# One of these and two of those, please!



## serbianfan

The writers of phrasebooks seem to think that tourists only eat in restaurants and hotels, because they hardly ever include useful phrases for buying food. In a baker's in the UK, for example, you might not even know the correct names of the various buns, rolls and pastries on display, so you would point and say e.g. "One of these and two of those, please". In some languages you would say "One like this/that and two like that". So I'm wondering what people say in Serbian (or Croatian or Bosnian) in that situation. Google translate says "jedan od tih i dva takva", which I don't trust. So what should I say when I want to buy my buns, burek, or anything else when I have to point? And what about buying salami or cheese ("200 grams of this and 300 grams of that, please")?


----------



## Lazar_Bgd

Let’s suppose you’re standing in front of a counter, be it at the bakery, the butcher’s or in a supermarket and there are items on display both inside the refrigerated counter and at the back, behind the shop assistant.

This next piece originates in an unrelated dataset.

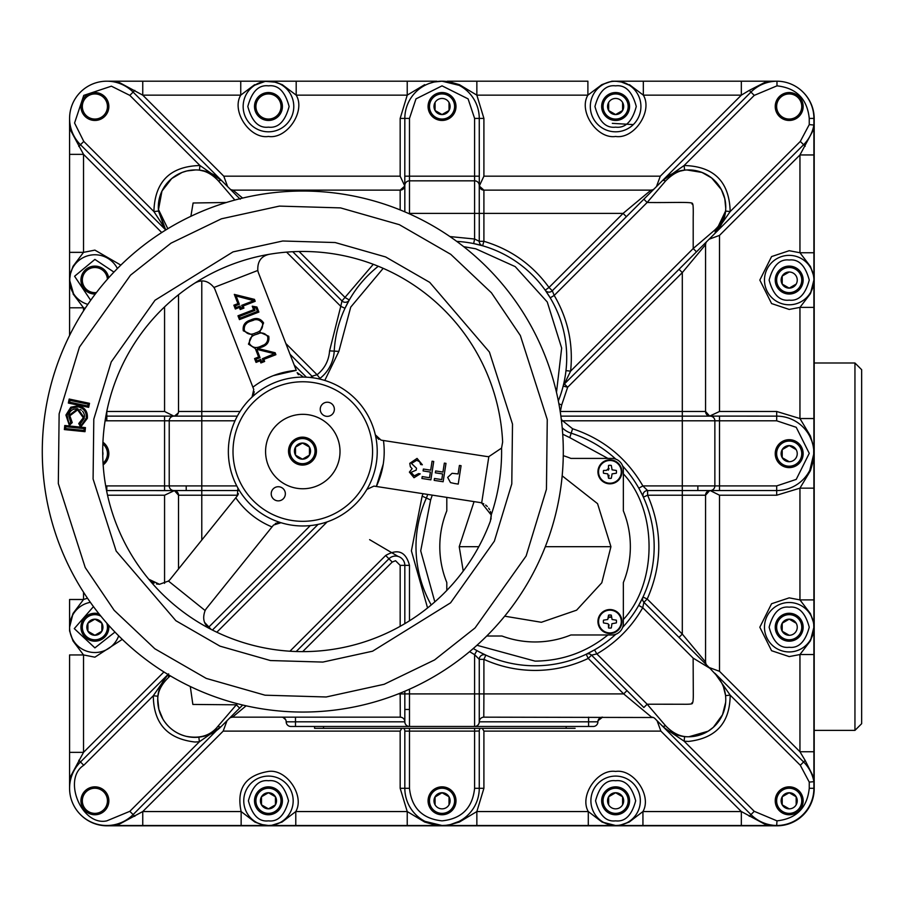 <?xml version="1.0" encoding="UTF-8"?>
<svg xmlns="http://www.w3.org/2000/svg" width="907" height="907" viewBox="0 0 907 907"><rect width="100%" height="100%" fill="white"/><g stroke="black" fill="none" stroke-linecap="round" stroke-linejoin="round"><path stroke-width="1.36" d="M854.95 362.993L854.95 730.384L861.65 723.684L861.65 369.693L854.95 362.993L814.203 362.993M854.95 730.384L814.203 730.384M383.264 464.01L376.348 486.469L479.44 502.444A13.956 13.956 0 0 1 481.662 502.977L488.839 456.629L501.571 448.081L502.637 442.015L501.571 448.081L488.839 456.629A13.956 13.956 0 0 1 486.56 456.47L383.468 440.507C385.554 456.516 383.185 471.844 376.348 486.469L374.41 486.175M45.35 411.665A260.513 260.513 0 0 1 302.791 191.037A260.513 260.513 0 0 1 560.231 491.424A260.513 260.513 0 0 1 302.791 712.052A260.513 260.513 0 0 1 45.35 411.665M481.662 502.977L491.209 514.983L490.392 521.083A200.073 200.073 0 0 1 105.076 420.916A200.073 200.073 0 0 1 502.637 442.015M372.573 451.539A69.782 69.782 0 0 1 302.791 521.321A69.782 69.782 0 0 1 233.008 451.539A69.782 69.782 0 0 1 302.791 381.768A69.782 69.782 0 0 1 372.573 451.539M334.366 409.295A7.075 7.075 0 0 1 327.302 416.358A7.075 7.075 0 0 1 320.228 409.295A7.075 7.075 0 0 1 327.302 402.22A7.075 7.075 0 0 1 334.366 409.295M285.354 493.793A7.075 7.075 0 0 1 278.279 500.868A7.075 7.075 0 0 1 271.216 493.793A7.075 7.075 0 0 1 278.279 486.719A7.075 7.075 0 0 1 285.354 493.793M302.791 414.329A37.221 37.221 0 0 1 340.012 451.539A37.221 37.221 0 0 1 302.791 488.76A37.221 37.221 0 0 1 265.581 451.539A37.221 37.221 0 0 1 302.791 414.329M302.485 437.163A13.956 13.956 0 0 1 316.441 451.119A13.956 13.956 0 0 1 302.485 465.076A13.956 13.956 0 0 1 288.528 451.119A13.956 13.956 0 0 1 302.485 437.163M302.485 438.557A12.562 12.562 0 0 1 315.046 451.119A12.562 12.562 0 0 1 302.485 463.681A12.562 12.562 0 0 1 289.923 451.119A12.562 12.562 0 0 1 302.485 438.557M302.791 525.969A74.431 74.431 0 0 0 366.847 489.451A74.431 74.431 0 0 1 281.034 522.727L281.034 522.727A6.995 6.995 0 0 0 281.023 522.727L273.54 525.028L206.637 608.223A13.956 13.956 0 0 0 205.129 610.536C202.023 618.993 204.018 625.274 211.116 629.379L204.699 622.508M252.894 387.198C265.717 377.38 280.172 371.779 296.26 370.373L258.552 273.109A13.956 13.956 0 0 1 257.815 270.456L213.927 287.474C208.168 280.546 201.728 279.141 194.62 283.233C201.728 279.141 208.168 280.546 213.927 287.474A13.956 13.956 0 0 1 215.174 289.934L253.767 389.466L252.033 397.107A74.431 74.431 0 0 1 303.584 377.119L303.596 377.119A74.431 74.431 0 0 1 375.317 434.793L381.065 440.133L383.468 440.507M272.021 526.933C257.1 520.731 245.015 511.015 235.763 497.784L170.391 579.074A13.956 13.956 0 0 1 168.453 581.047L159.507 584.289L148.771 579.233M205.129 610.536L168.453 581.047L159.507 584.289L156.503 583.961M64.771 425.508L65.769 426.732L84.215 428.614L85.439 427.616L64.771 425.508L64.363 429.578L65.587 428.58L65.769 426.732M64.363 429.578L85.02 431.675L84.022 430.451L65.587 428.58M69.351 425.383L72.243 422.594L69.839 415.78L77.639 409.862L83.319 417.776L78.739 423.569L80.666 427.106L87.333 418.376C87.911 411.642 84.952 407.436 78.444 405.746L70.814 407.209L71.404 408.161L67.027 415.225L65.916 415.055L69.351 425.383L67.027 415.225L66.869 417.061M70.814 407.209L65.916 415.055M70.565 408.751L69.057 410.259M67.537 413.116L67.231 414.182M69.215 423.558L70.735 422.503L68.728 415.61L69.839 415.78M68.864 414.952L69.68 412.696M70.111 412.005L70.61 411.359M71.165 410.769L71.778 410.247M71.834 410.202L73.15 409.386M73.172 409.374L77.152 408.672M77.639 409.862L77.809 408.751L68.728 415.61M79.997 409.397L81.392 410.213M82.582 411.313L83.081 411.959M83.512 412.651L83.841 413.343M84.147 414.136L84.34 414.873M84.476 415.678L84.532 416.426M83.319 417.776L84.419 417.957L77.809 408.751M78.739 423.569L80.247 424L84.419 417.957M71.404 408.161L78.274 406.858C84.113 408.377 86.766 412.163 86.233 418.206L81.12 425.61L80.247 424M81.222 407.776L78.274 406.858L78.444 405.746M87.333 418.376L86.233 418.206M88.183 404.193L89.51 403.332L69.181 399.046L70.043 400.372L88.183 404.193L87.798 406.007L69.669 402.186L70.043 400.372M69.181 399.046L68.342 403.048L88.659 407.334L87.798 406.007M68.342 403.048L69.669 402.186M281.023 522.727A74.431 74.431 0 0 1 237.94 488.079A6.995 6.995 0 0 1 237.94 488.079L237.294 495.88L238.45 493.771M275.297 523.475L279.492 522.432M237.974 315.795L239.425 316.43L255.06 310.364L253.62 309.729L252.248 306.192L256.93 307.031L258.88 312.065L239.448 319.604L237.974 315.795L253.62 309.729M255.06 310.364L254.017 307.643L256.114 308.017L257.429 311.43L258.88 312.065M257.429 311.43L240.094 318.153L239.448 319.604M256.681 360.952L256.012 359.217L260.048 357.653L256.828 349.365L274.333 353.696L262.384 358.741L263.2 360.839L261.533 361.485L260.717 359.387L256.681 360.952L256.046 362.392L254.572 358.582L258.597 357.018L255.32 348.56L248.461 344.138L252.407 335.012L243.291 330.783C242.498 325.284 244.992 321.679 250.774 319.99L251.171 321.033C255.899 318.618 259.697 319.377 262.542 323.311C263.143 328.187 260.887 331.372 255.763 332.869C250.978 335.216 247.169 334.388 244.334 330.386C243.779 325.556 246.058 322.438 251.171 321.033L253.643 320.205M256.012 359.217L254.572 358.582M263.2 360.839L264.64 361.474L260.899 362.936L260.082 360.827L256.046 362.392M261.533 361.485L260.899 362.936M262.384 358.741L263.824 359.376L264.64 361.474M274.47 354.059L275.898 354.694L263.824 359.376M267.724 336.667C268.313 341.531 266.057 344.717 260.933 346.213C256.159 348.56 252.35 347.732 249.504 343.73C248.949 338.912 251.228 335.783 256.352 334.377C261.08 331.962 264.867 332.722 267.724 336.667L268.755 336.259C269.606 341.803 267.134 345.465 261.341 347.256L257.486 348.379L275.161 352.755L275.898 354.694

Here are some possibilities, they all suppose you are actually pointing with your finger at the thing you want:

(There are various salamis in front of you, next to each other):
_Molim Vas 200 grama od ove (salame) i 300 grama od ove._

(If there is a salami that is further apart from the others):
_300 grama od ove i 100 grama od one (tamo)._

Burek:
A: _Molim Vas parče bureka i jedan jogurt._
B: _Koji burek?_
A: _Ovaj ovde ispred mene.
Or: Onaj tamo._
Or: _Od ovog ovde ispred mene._
Or: _Od onog tamo._
(Mind you, in case of a 'burek 'you are more likely to be asked: _'Sa sirom ili sa mesom?'_, so no need for you to point to it)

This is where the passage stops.